In the example environment 300, the social media knowledge store 308 is configured to store social media 304, wherein raw data is acquired from social media 304. The inference component 306 adds knowledge and/or facts to the raw social media 304 acquired. The inference component 306, may add knowledge and/or facts, for example, based on keywords in a post, links in a post, the author of the post, and/or the demographics of the author of the post. It will be appreciated that the acts of populating the social media knowledge store 308 may be accomplished in different manners and are not intended to limit the scope of the appended claims. They are, thus, primarily included for illustrative purposes.
Once the retrieving component 310 has retrieved the relevant information, the translating component 312 translates the relevant information into informational hints.
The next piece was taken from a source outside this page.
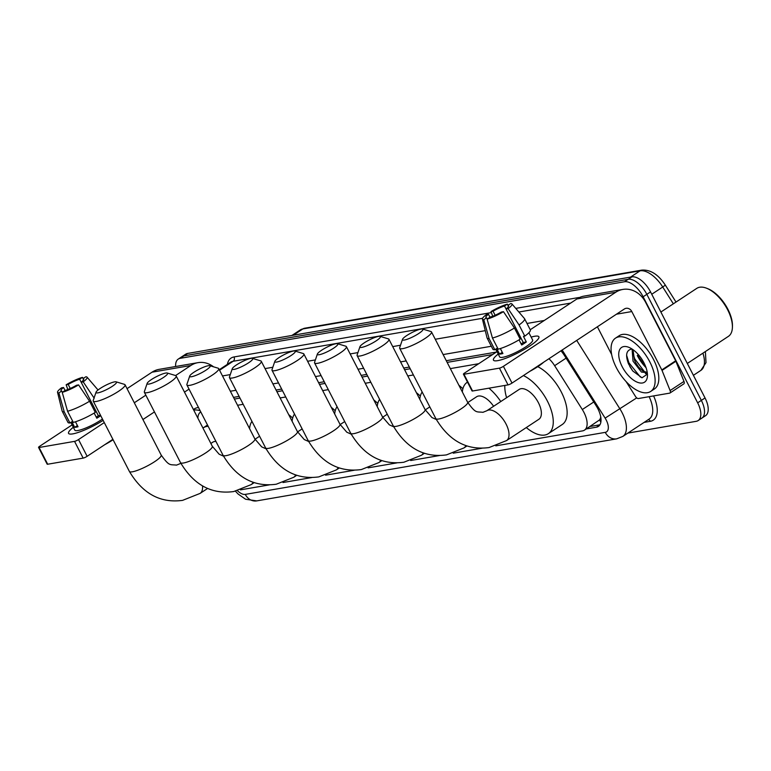 <?xml version="1.0" encoding="UTF-8"?>
<svg xmlns="http://www.w3.org/2000/svg" width="771" height="771" viewBox="0 0 771 771"><rect width="100%" height="100%" fill="white"/><g stroke="black" fill="none" stroke-linecap="round" stroke-linejoin="round"><path stroke-width="1.16" d="M600.763 417.034A19.159 9.551 56.6 0 1 599.414 420.012L599.587 419.983A6.39 3.18 -123.4 0 0 600.975 418.692M492.611 354.554L447.141 362.389M410.211 368.75L404.592 369.723M367.651 376.084L362.033 377.058M325.102 383.418L319.483 384.392M282.543 390.752L276.924 391.726M239.993 398.087L234.374 399.06M495.772 445.85L582.519 430.893A19.159 9.551 -123.4 0 0 584.466 430.141L599.414 420.012M200.778 411.936A19.159 9.551 -123.4 0 0 200.556 412.071A19.159 9.551 -123.4 0 0 197.887 418.2M478.714 363.71L450.341 368.605M413.401 374.966L407.782 375.94M370.851 382.3L365.232 383.274M328.292 389.634L322.673 390.608M285.742 396.969L280.124 397.942M243.183 404.303L237.564 405.276M584.466 430.141A19.159 9.551 -123.4 0 0 582.307 409.536L554.638 365.695A19.159 9.551 -123.4 0 0 548.952 358.717M240.446 489.855L269.31 484.882M282.996 482.521L311.87 477.538M325.555 475.187L354.419 470.204M368.114 467.852L396.978 462.87M410.664 460.518L439.528 455.536M453.223 453.184L482.087 448.202M646.05 367.671A25.549 12.731 56.6 0 1 637.27 355.508A25.549 12.731 56.6 0 0 646.05 367.671M175.634 366.504A19.159 9.551 56.6 0 1 178.274 359.074A19.159 9.551 56.6 0 1 180.212 358.322L624.5 281.752A19.159 9.551 56.6 0 1 643.139 296.768L697.649 402.828A19.159 9.551 56.6 0 1 698.16 420.561A19.159 9.551 56.6 0 1 696.223 421.313L627.893 433.09M178.274 359.074L181.966 356.636A19.159 9.551 56.6 0 1 183.912 355.884L628.192 279.314A19.159 9.551 56.6 0 1 646.84 294.329L701.35 400.4A19.159 9.551 56.6 0 1 701.861 418.123A19.159 9.551 56.6 0 1 699.914 418.875M586.288 428.936L596.417 427.192A19.159 9.551 -123.4 0 0 598.363 426.44A19.159 9.551 -123.4 0 0 596.205 405.835L564.382 355.412A19.159 9.551 -123.4 0 0 560.96 350.805M496.37 352.077L446.284 360.703M409.343 367.073L403.725 368.037M366.794 374.407L361.175 375.371M324.234 381.741L318.616 382.705M281.675 389.076L276.066 390.039M239.126 396.41L233.507 397.373M599.925 424.792L589.979 426.498M701.861 418.123L705.552 415.685A19.159 9.551 56.6 0 0 705.041 397.961L650.531 291.891A19.159 9.551 56.6 0 0 631.892 276.876L187.604 353.446A19.159 9.551 56.6 0 0 185.666 354.197L181.966 356.636A19.159 9.551 56.6 0 1 183.912 355.884L628.192 279.314A19.159 9.551 56.6 0 1 646.84 294.329L701.35 400.4A19.159 9.551 56.6 0 1 701.861 418.123L698.16 420.561M72.802 433.88A25.549 4.713 152.8 0 1 70.508 434.102A25.549 4.713 152.8 0 1 73.332 427.269A25.549 4.713 152.8 0 0 68.571 433.369A25.549 4.713 152.8 0 0 72.802 433.88A25.549 4.713 152.8 0 0 103.141 420.368A25.549 4.713 152.8 0 1 72.802 433.88M213.567 366.823A25.549 21.636 80.2 0 0 197.964 362.659L159.163 369.348A25.549 21.636 80.2 0 0 152.022 372.191L127.051 388.651M197.964 362.659A25.549 21.636 80.2 0 0 190.832 365.502L175.595 375.544A17.878 3.306 152.8 0 1 176.174 375.949A17.878 3.306 152.8 0 1 165.91 384.816A17.878 3.306 152.8 0 1 147.328 392.661A17.878 3.306 152.8 0 1 144.37 392.304A17.878 3.306 152.8 0 1 144.37 391.601L147.174 383.351A11.498 2.12 -27.2 0 0 149.082 384.035A11.498 2.12 -27.2 0 0 161.91 378.455A11.498 2.12 -27.2 0 0 167.259 373.029A11.498 2.12 -27.2 0 0 165.717 373.058A11.498 2.12 -27.2 0 0 154.701 377.578A11.498 2.12 -27.2 0 0 147.174 383.351M72.108 424.888L39.716 446.245A3.19 0.588 -27.2 0 0 38.55 447.421A3.19 0.588 -27.2 0 0 39.08 447.488L47.686 464.229A3.19 0.588 152.8 0 1 47.156 464.171L38.55 447.421M74.546 441.369A3.19 0.588 -27.2 0 0 78.526 439.557L87.133 456.307A3.19 0.588 152.8 0 1 83.152 458.119L74.546 441.369L39.08 447.488M145.844 395.166L134.308 402.77M104.278 422.575L78.526 439.557M83.152 458.119L47.686 464.229M87.133 456.307L112.884 439.325M142.914 419.52L154.451 411.916M184.481 392.111L189.049 389.104M62.355 392.256L61.728 391.042A12.77 2.361 152.8 0 1 60.996 390.685A12.77 2.361 152.8 0 1 63.559 387.495L65.092 390.463M70.257 388.478L68.185 384.44A12.77 2.361 152.8 0 1 79.635 379.236L98.36 415.704A12.77 2.361 -27.2 0 1 96.279 417.178M75.481 421.776L78.035 426.758A18.523 3.421 152.8 0 1 76.165 427.182A18.523 3.421 152.8 0 1 74.691 427.336L71.819 421.756L69.949 422.99A21.077 3.894 152.8 0 1 67.954 422.392L62.22 411.232A21.077 3.894 152.8 0 1 62.152 411.068L57.536 392.314A16.605 3.065 152.8 0 1 61.507 387.842L63.559 387.495M102.456 419.029A18.523 3.421 152.8 0 1 77.881 430.526A18.523 3.421 152.8 0 1 74.816 430.16L70.836 422.412M100.731 415.675A18.523 3.421 152.8 0 1 96.809 418.219L94.168 413.083M113.106 439.749A21.713 4.009 152.8 0 1 104.856 444.626M95.296 412.408A21.077 3.894 152.8 0 1 73.293 422.412L67.559 411.251L62.229 392.343L65.072 390.463A12.77 2.361 152.8 0 0 76.522 385.259L78.575 384.902L89.561 401.238L95.296 412.408M89.561 401.238A21.077 3.894 152.8 0 1 67.559 411.251M83.335 378.416L82.468 377.366L79.635 379.236M68.185 384.44L66.133 384.796L67.829 389.5M66.133 384.796A16.605 3.065 152.8 0 1 82.468 377.366M85.822 376.788A16.605 3.065 152.8 0 1 87.046 377.144A16.605 3.065 152.8 0 1 83.201 381.857L81.138 382.214A12.77 2.361 152.8 0 0 83.711 379.014A12.77 2.361 152.8 0 0 82.979 378.657L85.822 376.788M94.187 398.193L83.201 381.857M78.575 384.902A16.605 3.065 152.8 0 1 62.229 392.343M61.728 391.042L58.885 392.911L64.215 411.83L69.949 422.99M64.215 411.83A21.077 3.894 152.8 0 1 62.22 411.232M58.885 392.911A16.605 3.065 152.8 0 1 57.536 392.314M83.567 379.814L82.979 378.657M77.408 425.544L74.691 427.336M100.548 415.328L98.36 415.704M193.733 410.124A31.929 15.921 56.6 0 1 200.142 410.702M193.425 409.517L194.331 408.919A31.929 15.921 56.6 0 1 198.523 407.541M97.965 392.844A11.498 2.12 -27.2 0 0 110.793 387.273A11.498 2.12 -27.2 0 0 116.142 381.838A11.498 2.12 -27.2 0 0 114.6 381.867A11.498 2.12 -27.2 0 0 103.584 386.396A11.498 2.12 -27.2 0 0 96.057 392.16A11.498 2.12 -27.2 0 0 97.965 392.844M116.142 381.838L124.488 384.363A17.878 3.306 152.8 0 1 125.056 384.768A17.878 3.306 152.8 0 1 114.783 393.624A17.878 3.306 152.8 0 1 96.211 401.469A17.878 3.306 152.8 0 1 93.243 401.113A17.878 3.306 152.8 0 1 93.243 400.409L96.057 392.16M215.947 441.446A17.878 8.915 -123.4 0 0 212.748 442.217L210.869 443.46M202.946 428.04A35.119 17.511 56.6 0 1 203.255 427.828A35.119 17.511 56.6 0 1 208.16 426.296M249.563 428.618A35.119 17.511 56.6 0 1 251.953 421.371M288.73 414.682A35.119 17.511 56.6 0 1 292.672 418.084M191.632 376.701A11.498 2.12 -27.2 0 0 204.469 371.121A11.498 2.12 -27.2 0 0 209.818 365.695A11.498 2.12 -27.2 0 0 208.276 365.724A11.498 2.12 -27.2 0 0 197.251 370.244A11.498 2.12 -27.2 0 0 189.733 376.017A11.498 2.12 -27.2 0 0 191.632 376.701M209.818 365.695L218.164 368.21A17.878 3.306 152.8 0 1 218.733 368.615A17.878 3.306 152.8 0 1 208.459 377.482A17.878 3.306 152.8 0 1 189.888 385.327A17.878 3.306 152.8 0 1 186.919 384.97A17.878 3.306 152.8 0 1 186.919 384.266L189.733 376.017M292.122 421.284A35.119 17.511 56.6 0 1 294.512 414.037M331.279 407.348A35.119 17.511 56.6 0 1 335.221 410.75M234.191 369.367A11.498 2.12 -27.2 0 0 247.028 363.787A11.498 2.12 -27.2 0 0 252.368 358.361A11.498 2.12 -27.2 0 0 250.826 358.39A11.498 2.12 -27.2 0 0 239.81 362.91A11.498 2.12 -27.2 0 0 232.283 368.683A11.498 2.12 -27.2 0 0 234.191 369.367M252.368 358.361L260.714 360.876A17.878 3.306 152.8 0 1 261.282 361.281A17.878 3.306 152.8 0 1 251.018 370.147A17.878 3.306 152.8 0 1 232.437 377.992A17.878 3.306 152.8 0 1 229.479 377.636A17.878 3.306 152.8 0 1 229.479 376.932L232.283 368.683M334.672 413.95A35.119 17.511 56.6 0 1 337.062 406.702M373.839 400.014A35.119 17.511 56.6 0 1 377.78 403.416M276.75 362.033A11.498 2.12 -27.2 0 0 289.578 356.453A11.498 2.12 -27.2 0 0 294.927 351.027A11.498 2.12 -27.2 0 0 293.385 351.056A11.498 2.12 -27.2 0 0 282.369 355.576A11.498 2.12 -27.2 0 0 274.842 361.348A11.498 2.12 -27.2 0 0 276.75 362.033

For example, if the author uses a term that is likely to trigger negative reaction, the translating component 312 may use the information retrieved to provide that author with a warning and/or suggest alternative terms to use as a function of the information retrieved (e.g., language in posts previously written by the author, language in posts written by other authors, reader feedback) In another example, the author covers a topic that has resonated with a particular demographic (based on the information retrieved) and the hints show the demographic details (e.g., 25-35 year old females from coastal states). In yet another example, the author inserts a link into a blog post he/she is creating and the translating component 312 uses the relevant information to provide the author with alternative links that other social media authors are using when covering similar topics. Additionally, the hints may provide the author with suggestions and/or corrections as a function of social media. For instance, if the author is writing about a Russian who has recently been in the news (and whose spelling is not in a standard dictionary found on desktop applications), a hint may be created that shows the author the correct spelling of the person (e.g., based on a majority of posts that also discuss that person).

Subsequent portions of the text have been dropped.